Linkedin was identified the set of the folks who are still in the grind. (Middle range Professional hierarchy, Not Top career & Breaking in) Linkedin using that base of users and get them going. After they get them going, it’ll attract everybody else, because once you get enough of those people, then some of the top folks will be very interested just to see them. And then some of the people who are breaking in will aspiration really want to speak with and connect with some of the folks in the middle. And they literally manually just told everyone in the company,” let’s all just send links.”

ex) Reddit strategy = Forming atomic networks (a.k.a Flint-stoning)

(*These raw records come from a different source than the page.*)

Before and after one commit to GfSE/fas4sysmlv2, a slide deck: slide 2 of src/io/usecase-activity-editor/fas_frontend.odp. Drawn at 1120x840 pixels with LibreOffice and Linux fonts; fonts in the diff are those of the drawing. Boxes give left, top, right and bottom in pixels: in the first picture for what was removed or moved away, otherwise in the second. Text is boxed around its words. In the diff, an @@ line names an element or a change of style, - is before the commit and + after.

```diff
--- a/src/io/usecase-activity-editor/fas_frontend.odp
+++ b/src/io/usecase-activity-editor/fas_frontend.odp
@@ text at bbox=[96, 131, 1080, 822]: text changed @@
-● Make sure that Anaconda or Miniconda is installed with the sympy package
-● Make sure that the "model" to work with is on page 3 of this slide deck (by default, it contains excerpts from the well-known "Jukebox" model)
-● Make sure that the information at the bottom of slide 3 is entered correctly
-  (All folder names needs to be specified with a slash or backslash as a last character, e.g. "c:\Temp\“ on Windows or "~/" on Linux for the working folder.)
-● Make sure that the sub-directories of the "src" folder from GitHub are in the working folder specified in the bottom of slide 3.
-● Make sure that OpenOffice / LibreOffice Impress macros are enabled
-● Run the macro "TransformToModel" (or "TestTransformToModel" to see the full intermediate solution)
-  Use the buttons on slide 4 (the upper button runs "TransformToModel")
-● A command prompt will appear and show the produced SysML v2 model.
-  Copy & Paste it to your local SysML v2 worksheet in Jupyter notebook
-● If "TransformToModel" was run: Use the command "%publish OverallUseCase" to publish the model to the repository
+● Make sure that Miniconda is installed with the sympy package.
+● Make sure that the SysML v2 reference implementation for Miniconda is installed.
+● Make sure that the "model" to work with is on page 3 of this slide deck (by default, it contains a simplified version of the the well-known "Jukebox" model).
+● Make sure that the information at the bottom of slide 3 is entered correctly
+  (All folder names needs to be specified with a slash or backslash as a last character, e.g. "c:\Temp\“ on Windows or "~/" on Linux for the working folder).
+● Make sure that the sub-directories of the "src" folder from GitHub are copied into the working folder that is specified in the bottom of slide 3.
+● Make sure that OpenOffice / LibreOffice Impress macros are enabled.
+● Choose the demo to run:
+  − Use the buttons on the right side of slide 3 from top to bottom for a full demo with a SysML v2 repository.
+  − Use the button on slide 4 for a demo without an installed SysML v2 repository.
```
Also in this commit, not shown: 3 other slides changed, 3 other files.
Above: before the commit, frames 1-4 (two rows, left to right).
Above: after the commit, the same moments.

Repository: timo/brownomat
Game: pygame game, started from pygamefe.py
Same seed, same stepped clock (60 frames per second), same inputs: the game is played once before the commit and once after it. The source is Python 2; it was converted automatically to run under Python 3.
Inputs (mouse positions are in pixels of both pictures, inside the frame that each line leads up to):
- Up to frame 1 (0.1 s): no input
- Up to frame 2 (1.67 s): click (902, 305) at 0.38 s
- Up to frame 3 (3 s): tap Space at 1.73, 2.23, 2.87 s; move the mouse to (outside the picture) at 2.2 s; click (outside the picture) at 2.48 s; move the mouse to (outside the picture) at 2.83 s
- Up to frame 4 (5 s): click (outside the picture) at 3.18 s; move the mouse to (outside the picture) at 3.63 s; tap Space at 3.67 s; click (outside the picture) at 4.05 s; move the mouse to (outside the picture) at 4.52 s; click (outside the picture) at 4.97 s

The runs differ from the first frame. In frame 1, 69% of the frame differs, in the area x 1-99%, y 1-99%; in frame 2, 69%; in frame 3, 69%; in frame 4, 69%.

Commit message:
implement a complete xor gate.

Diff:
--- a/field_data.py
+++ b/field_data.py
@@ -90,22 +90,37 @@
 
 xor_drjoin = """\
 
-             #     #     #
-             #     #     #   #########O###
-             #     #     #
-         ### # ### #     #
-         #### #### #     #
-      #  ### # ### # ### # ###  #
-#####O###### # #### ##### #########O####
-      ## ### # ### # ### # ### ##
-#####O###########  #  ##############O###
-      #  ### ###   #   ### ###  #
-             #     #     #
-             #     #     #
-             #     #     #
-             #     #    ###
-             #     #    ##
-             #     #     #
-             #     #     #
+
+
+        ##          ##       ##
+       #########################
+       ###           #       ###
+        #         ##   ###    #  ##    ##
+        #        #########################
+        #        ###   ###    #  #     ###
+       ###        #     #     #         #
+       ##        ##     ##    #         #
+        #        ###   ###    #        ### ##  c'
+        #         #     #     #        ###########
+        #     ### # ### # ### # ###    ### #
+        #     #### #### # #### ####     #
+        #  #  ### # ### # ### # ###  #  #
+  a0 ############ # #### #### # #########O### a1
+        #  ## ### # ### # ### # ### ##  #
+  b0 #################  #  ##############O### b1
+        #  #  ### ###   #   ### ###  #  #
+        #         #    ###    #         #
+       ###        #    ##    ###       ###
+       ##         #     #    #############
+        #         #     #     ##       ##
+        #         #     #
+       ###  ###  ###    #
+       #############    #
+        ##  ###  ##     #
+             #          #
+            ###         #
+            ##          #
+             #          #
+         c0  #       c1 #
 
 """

Bootstrapping methods in order to solve the cold start problem.
And you only use it for a while, and then eventually you get enough users, and the product gets far enough along, then you can let go and your community takes it over for you.

4. What if you start with a product that has no network effects?

ex)Airbnb = using atomic networks(credit) + already-existed platform


The good new is lodging(하숙) is just an existing market, people just know that it’s a thing. The issue is that there’s a huge opportunity, in particular, if you could build hotels anywhere. But you often can’t.

Airbnb solved the cold start problem for themselves. It was a combination of taking things like SXSW conferences + let’s get enough inventory just at this one point in time (because we know all the guests are going to be there / We can get all the hosts / We can get this block of time / Let’s just get it off the ground that way).

A lot of the early employees and team they would just Airbnb all the time. There was a credit, and so you had kind of this Flint-stoning aspect of people just doing that.

Airbnb listing just post it on Craigslist(already-existed).
They could really supercharge a lot of their early growth by growing on top of Craigslist.

Wimdu vs Airbnb

Airbnb survives.


Quality of Airbnb’s network / Density of connections matters a lot.